Africa’s oldest tyrant got a hand up from an Aussie PM
Malcolm Fraser writes to his friend and Zimbabwe’s new leader, Robert Mugabe, March 15, 1980:
… under your leadership, Zimbabwe will make great progress in achieving your goals of peace, prosperity and unity.
Mugabe liked Big Mal, too. The Zimbabwean president speaks to Philip Ayres in Malcolm Fraser: A Biography, 1987:
I got enchanted by (Fraser), we became friends, personal friends …

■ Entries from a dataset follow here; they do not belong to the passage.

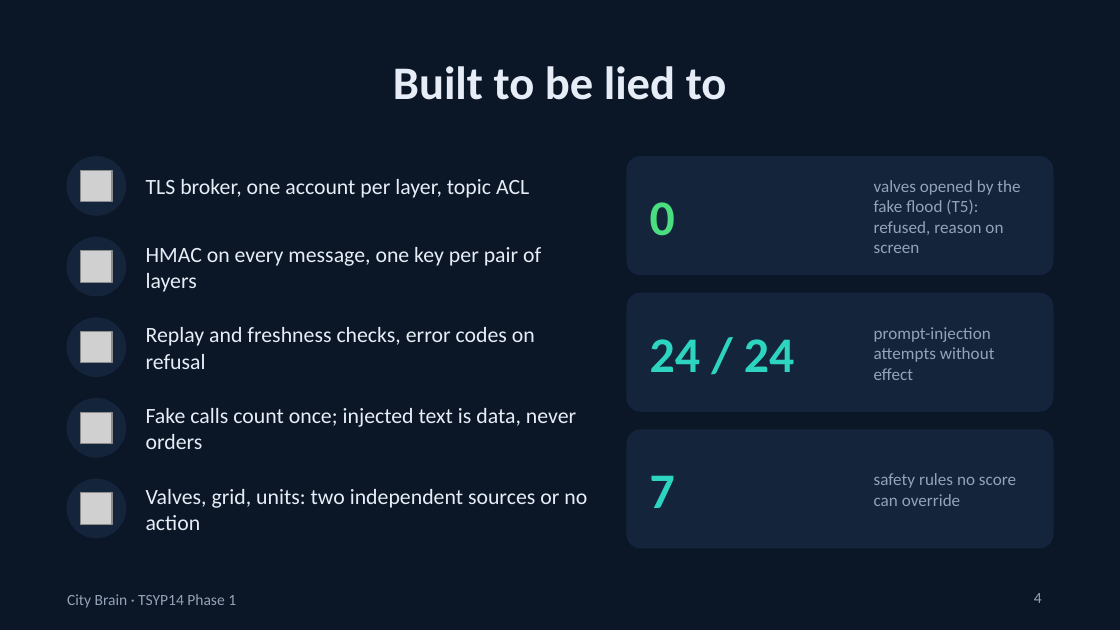
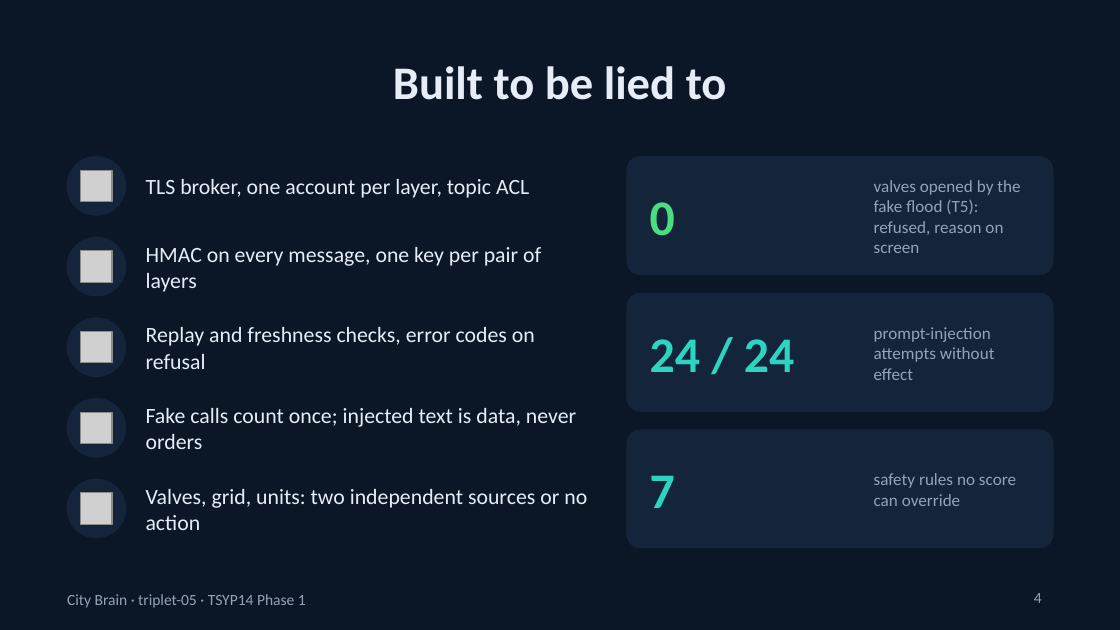
Before and after one commit to Omar-Brika/city-brain-convergence, a slide deck: slide 4 of docs/pitch/pitch.pptx. Drawn at 1120x630 pixels with LibreOffice and Linux fonts; fonts in the diff are those of the drawing; grey boxes stand for pictures. Boxes give left, top, right and bottom in pixels: in the first picture for what was removed or moved away, otherwise in the second. Text is boxed around its words. In the diff, an @@ line names an element or a change of style, - is before the commit and + after.

```diff
--- a/docs/pitch/pitch.pptx
+++ b/docs/pitch/pitch.pptx
@@ text at (67, 594, 306, 608): text changed @@
-City Brain · TSYP14 Phase 1
+City Brain · triplet-05 · TSYP14 Phase 1
```
Also in this commit, not shown: 6 other slides changed, 31 other files.
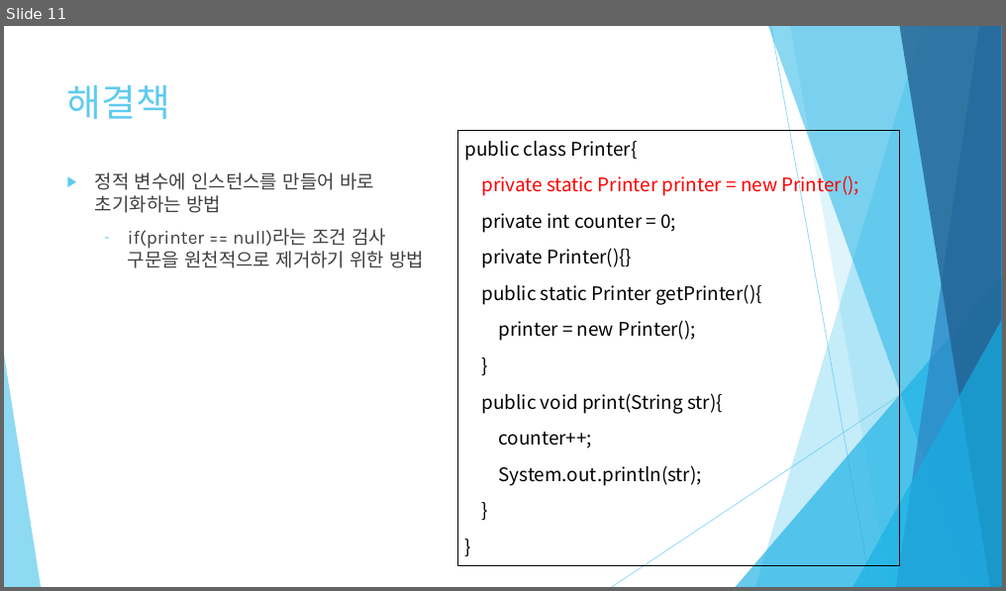
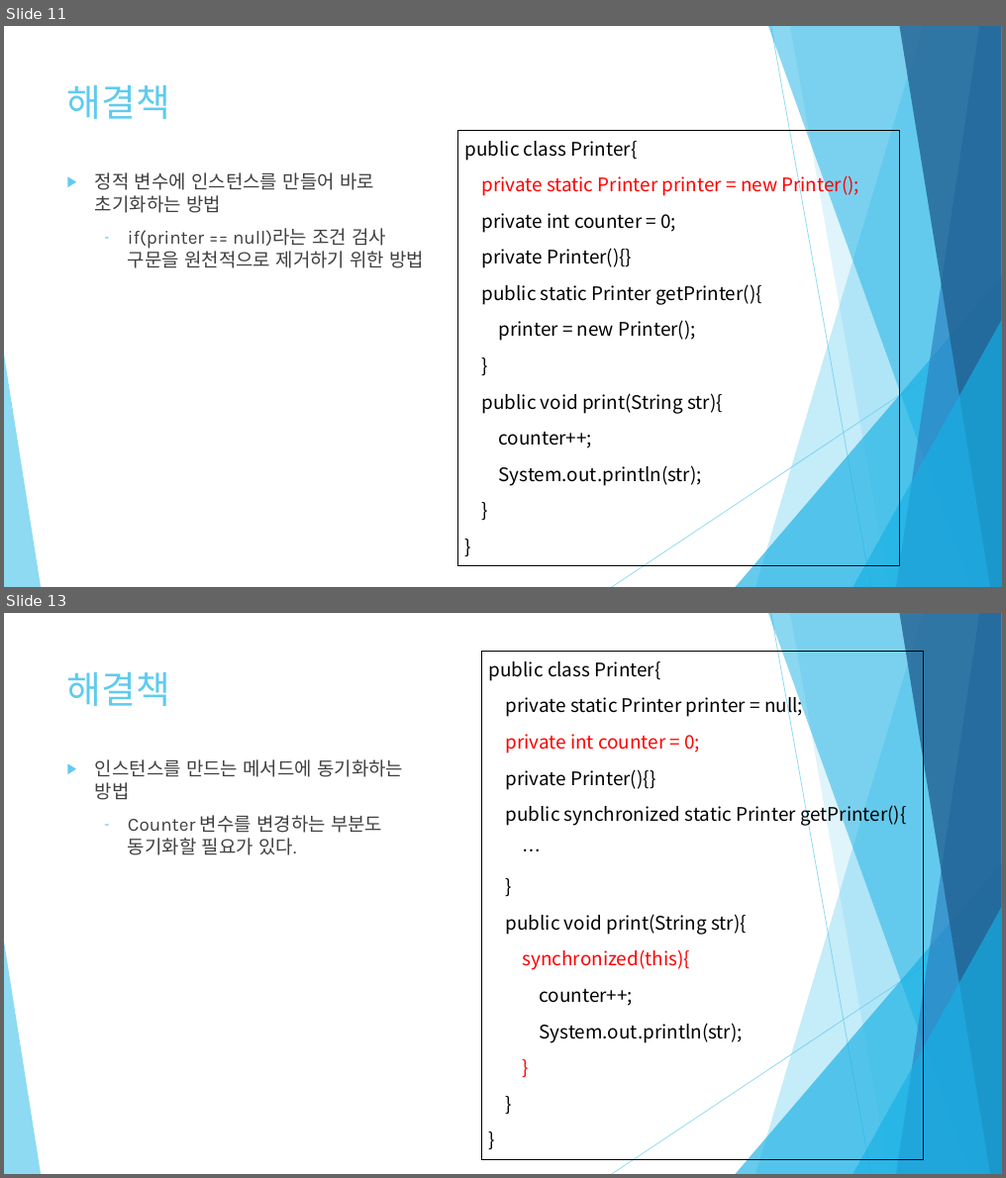
Before and after one commit to y3s-study/design-pattern, a slide deck: Chap6/JAVA 객체 지향 디자인 패턴 6장.pptx. Shown one above the other, each under a label of ours: slide 11 before the commit, slides 11 and 13 after it; the slides between them are not shown. The pictures are 1006x591 and 1006x1178 pixels, drawn with LibreOffice and Linux fonts; fonts in the diff are those of the drawing. Boxes give left, top, right and bottom in pixels: in the first picture for what was removed or moved away, otherwise in the second. Text is boxed around its words. In the diff, an @@ line names an element or a change of style, - is before the commit and + after.

```diff
--- a/Chap6/JAVA 객체 지향 디자인 패턴 6장.pptx
+++ b/Chap6/JAVA 객체 지향 디자인 패턴 6장.pptx
@@ slide 13 added at box(4, 613, 1002, 1174), background #FFFFFF; not listed: 10 template elements that a slide beside it also shows @@
@@ rectangle added at box(481, 652, 924, 1160), outline #000000 0.75 pt, 18 pt, text #000000 @@
+public class Printer{
+private static Printer printer = null;
+private int counter = 0;
+private Printer(){}
+public synchronized static Printer getPrinter(){
+…
+}
+public void print(String str){
+synchronized(this){
+counter++;
+System.out.println(str);
+}
+}
+}
@@ title added at box(67, 672, 170, 706), 36 pt, text #5FCBEF @@
+해결책
@@ text added at box(95, 760, 403, 856), 18 pt, text #404040 @@
+▶ 인스턴스를 만드는 메서드에 동기화하는 방법
+  – Counter 변수를 변경하는 부분도 동기화할 필요가 있다.
```
Also in this commit, not shown: 2 slides changed, 4 other slides added, 17 slides removed.

So, did Mugabe bring “peace, prosperity and unity”? Now the end is near. London’s The Times, yesterday:
Robert Mugabe’s brutal 37-year rule came to an end yesterday after the Zimbabwean army launched a rapid coup, seizing control of the country and placing the president under house arrest in his mansion.
Peace? Yeah, nah. Agence France-Presse, March 20, 2008:
President Robert Mugabe’s supporters have used violence to intimidate opponents in the run-up to next week’s Zimbabwe election, undermining chances of a fair poll, according to Human Rights Watch.
Prosperity? Nope. South Africa’s The Times, October 2:
A decade ago, hyperinflation wiped out personal savings, left shops empty and made it all but impossible to buy a tank of petrol or groceries. Inflation peaked at 500 billion per cent before the Zim dollar was abandoned in favour of the US dollar, and the economy never recovered.
And how about unity? Definitely not, mate. London’s The Times, October 10:
The former vice-president of Zimbabwe has fled from the country in fear of his life, vowing to lead the opposition against Robert Mugabe. Emmerson Mnangagwa said the 93-year-old president was planning to hand power to his wife, Grace …
But Fraser strongly backed Mugabe in the beginning. The prime minister on ABC Perth Radio, October 6, 1980:
Caller: … I ask you if you will admit publicly that you made a vast miscalculation … (of) the Marxist Mugabe to take over Rhodesia?
Fraser: … I think earlier there were many miscalculations about Mr Mugabe … He has done many things to try and make sure that the white people stay in Zimbabwe.
And Fraser backed his original judgment of Mugabe until the end. Fraser writing for The Australian, April 17, 2008:
Because the past 15 years have been so increasingly bad, people forget that initially Mugabe started reasonably well. While his first wife, Sally, a Ghanaian, was alive, the government was much more moderate.
Despite the early warning signs he was a tyrant all along. The Guardian, May 19, 2015:
From January 1983, a campaign of terror was waged against the Ndebele people in Matabeleland in western Zimbabwe … more than 20,000 civilians were killed by Robert Mugabe’s feared Fifth Brigade.
Never forget the role this country and its prime minister played in this sorry tale. Fraser on the ABC’s The World Today, April 7, 2000:
I find it very hard to understand the disintegration that has, in fact, occurred because I really did believe, and I think many people who knew what was happening in the country believed, that president Mugabe started very well … in recent years I haven’t really been all that close (with Mugabe). I doubt if my ringing him would influence him.